Changes in the cis-trans isomer selectivity of a reversed-phase liquid chromatography column during use with acidic mobile phase conditions.

Reversed-phase liquid chromatography (RPLC) is the analytical tool of choice for monitoring process-related organic impurities and degradants in pharmaceutical materials. Its popularity is due to its general ease-of-use, high performance, and reproducibility in most cases, all of which have improved as the technique has matured over the past few decades. Nevertheless, in our work we still occasionally observe situations where RPLC methods are not as robust as we would like them to be in practice due to variations in stationary phase chemistry between manufactured batches (i.e., lot-to-lot variability), and changes in stationary phase chemistry over time. Over the last three decades several models of RPLC selectivity have been developed and used to quantify and rationalize the effects of numerous parameters (e.g., effect of bonded phase density) on separation selectivity. The Hydrophobic Subtraction Model (HSM) of RPLC selectivity has been used extensively for these purposes; currently the publicly available database of column parameters contains data for 750 columns. In this work we explored the possibility that the HSM could be used to better understand the chemical basis of observed differences in stationary phase selectivity when they occur - for example, lot-to-lot variations or changes in selectivity during column use.

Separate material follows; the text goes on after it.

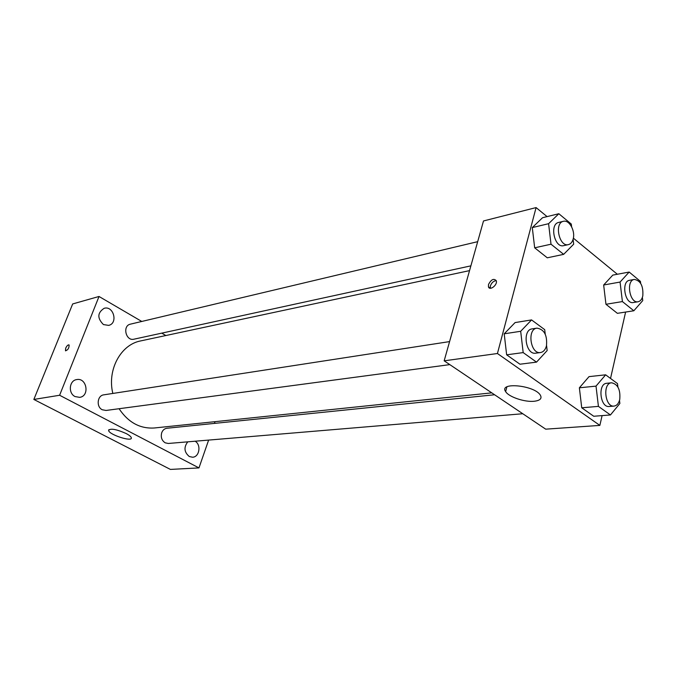 <?xml version="1.0" encoding="UTF-8"?>
<svg xmlns="http://www.w3.org/2000/svg" width="677" height="677" viewBox="0 0 677 677"><rect width="100%" height="100%" fill="white"/><g stroke="black" fill="none" stroke-linecap="round" stroke-linejoin="round"><path stroke-width="1.02" d="M208.634 440.084L198.97 467.909L170.401 469.415L33.85 399.447L72.676 303.948L99.02 296.475L141.772 321.457M75.079 396.57L79.649 397.357C89.973 396.172 86.791 377.351 76.653 379.594C69.181 380.508 67.971 393.295 75.079 396.57M187.766 441.836C183.636 447.302 184.144 452.194 189.289 456.518L192.53 457.22C199.453 457.161 201.441 444.687 195.103 441.218M103.437 324.571L108.642 325.383C118.34 323.445 113.584 305.378 104.14 308.306C97.344 312.774 97.116 318.19 103.437 324.571M198.97 467.909L59.61 395.258L33.85 399.447M126.134 433.525C129.265 435.184 130.991 436.597 131.313 437.765C132.675 442.326 108.862 434.651 108.599 430.445C110.359 428.126 116.207 429.15 126.134 433.525M161.769 333.143L165.857 335.53M215.024 421.669L214.431 423.396M59.61 395.258L99.02 296.475M65.618 350.872L65.669 348.24C66.913 345.702 68.055 344.61 69.105 344.974C69.113 348.156 67.912 350.094 65.491 350.779L65.661 348.24C66.795 345.888 67.903 344.762 68.986 344.881M449.579 341.597L103.826 394.835C97.243 395.461 96.049 406.894 102.278 409.763L106.044 410.457L449.816 364.624M477.674 241.672L130.424 324.156C122.173 325.713 125.837 341.369 133.944 339.194L470.879 265.849M494.582 394.759L166.948 428.253C164.519 428.6 162.776 430.081 161.735 432.688C160.567 437.114 161.71 440.49 165.18 442.817L168.294 443.469L522.796 413.74M469.533 270.622L140.655 340.92C120.785 344.534 106.991 369.811 112.839 393.447M119.067 408.722C128.317 422.499 140.114 428.922 154.458 427.974L491.764 392.855M602.09 415.61L599.864 425.401L545.713 429.167L444.171 360.824L483.505 220.956L536.091 207.585L547.084 216.606M573.351 238.16L617.348 274.261M546.559 345.439L547.16 350.559L536.522 362.127L519.961 364.218L506.65 354.824L504.204 333.812L515.095 322.574L504.204 333.812L520.681 331.281L531.572 319.916L544.697 329.648L545.23 334.125M642.371 297.406L642.752 300.588L633.841 310.768L617.382 313.333L605.957 304.286L603.656 285.009L612.787 275.107L603.656 285.009L620.064 282.055L629.17 272.052L640.434 281.395L640.67 283.35M599.864 425.401L497.434 353.512L536.091 207.585M625.607 312.046L610.527 378.443M573.097 239.26L573.681 244.185L563.653 254.357L547.287 257.81L534.669 247.816L532.291 227.582L542.556 217.715L532.291 227.582L548.59 223.698L558.838 213.729L571.286 224.053L571.608 226.761M619.497 400.378L619.87 403.492L610.442 414.967L593.746 416.253L581.738 407.791L579.368 387.803L589.032 376.632L579.368 387.803L596.014 386.118L605.644 374.821L617.483 383.597L617.898 387.024M497.434 353.512L444.171 360.824M534.238 401.258C524.751 402.341 508.613 396.891 505.651 391.611C498.458 381.769 534.491 385.213 540.322 395.106C542.192 398.474 540.161 400.53 534.238 401.258M488.498 284.509C491.18 279.415 493.778 278.145 496.292 280.718C497.798 284.899 489.598 291.228 488.447 286.803L488.498 284.509M490.368 288.275L490.385 285.914C491.62 282.69 493.575 280.93 496.266 280.633M610.442 414.967L598.426 406.378L596.014 386.118M611.551 382.793L606.719 383.292C597.503 383.622 600.084 407.859 609.198 406.496L614.047 406.09C616.832 405.684 618.727 403.467 619.743 399.438C620.581 389.69 617.856 384.138 611.551 382.793C602.335 383.123 604.933 407.452 614.047 406.09M605.644 374.821L589.032 376.632M593.746 416.253L581.738 407.791L579.368 387.803M598.426 406.378L581.738 407.791M536.522 362.127L523.177 352.59L520.681 331.281M536.963 328.142L532.164 328.878C521.975 329.801 525.674 355.146 535.719 353.174L540.525 352.531C543.403 351.998 545.383 349.781 546.457 345.879C547.431 335.276 544.266 329.36 536.963 328.142C526.774 329.064 530.489 354.511 540.525 352.531M531.572 319.916L515.095 322.574M519.961 364.218L506.65 354.824L504.204 333.812M523.177 352.59L506.65 354.824M633.841 310.768L622.408 301.578L620.064 282.055M634.324 279.432L629.559 280.295C620.97 281.251 624.879 304.481 633.3 302.534L638.072 301.756C640.391 301.257 641.965 299.319 642.795 295.934C643.472 286.075 640.654 280.574 634.324 279.432C625.734 280.388 629.652 303.711 638.072 301.756M629.17 272.052L612.787 275.107M617.382 313.333L605.957 304.286L603.656 285.009M622.408 301.578L605.957 304.286M563.653 254.357L551.01 244.202L548.59 223.698M563.408 221.311L558.677 222.437C549.275 224.045 554.463 248.29 563.636 245.658L568.384 244.625C570.719 244.016 572.327 242.095 573.199 238.863C575.492 230.908 569.196 219.534 563.408 221.311C554.006 222.919 559.219 247.257 568.384 244.625M558.838 213.729L542.556 217.715M547.287 257.81L534.669 247.816L532.291 227.582M551.01 244.202L534.669 247.816M108.599 430.445L108.912 429.624M490.343 288.207L488.447 286.803M506.878 386.905L505.651 391.611"/></g></svg>

We focused our attention on differences and changes in the observed selectivity for a pair of cis-trans isomers of a pharmaceutical intermediate. Although this is admittedly a challenging case, we find that the observed changes in selectivity are not strongly correlated with HSM column parameters, suggesting that there is a gap in the information provided by the HSM with respect to cis-trans isomer selectivity specifically. Further work with additional probe molecules showed that larger changes in cis-trans isomer selectivity were observed for pairs of molecules with greater molecular complexity, compared to the selectivity changes observed for simpler molecules. These results do not provide definitive answers to questions about the chemical basis of changes in stationary phase chemistry that lead to observed differences in cis-trans isomer selectivity. However, the results do provide important insights about the critical importance of molecular complexity when choosing probe compounds and indicate opportunities to develop improved selectivity models with increased sensitivity for cis-trans isomer selectivity.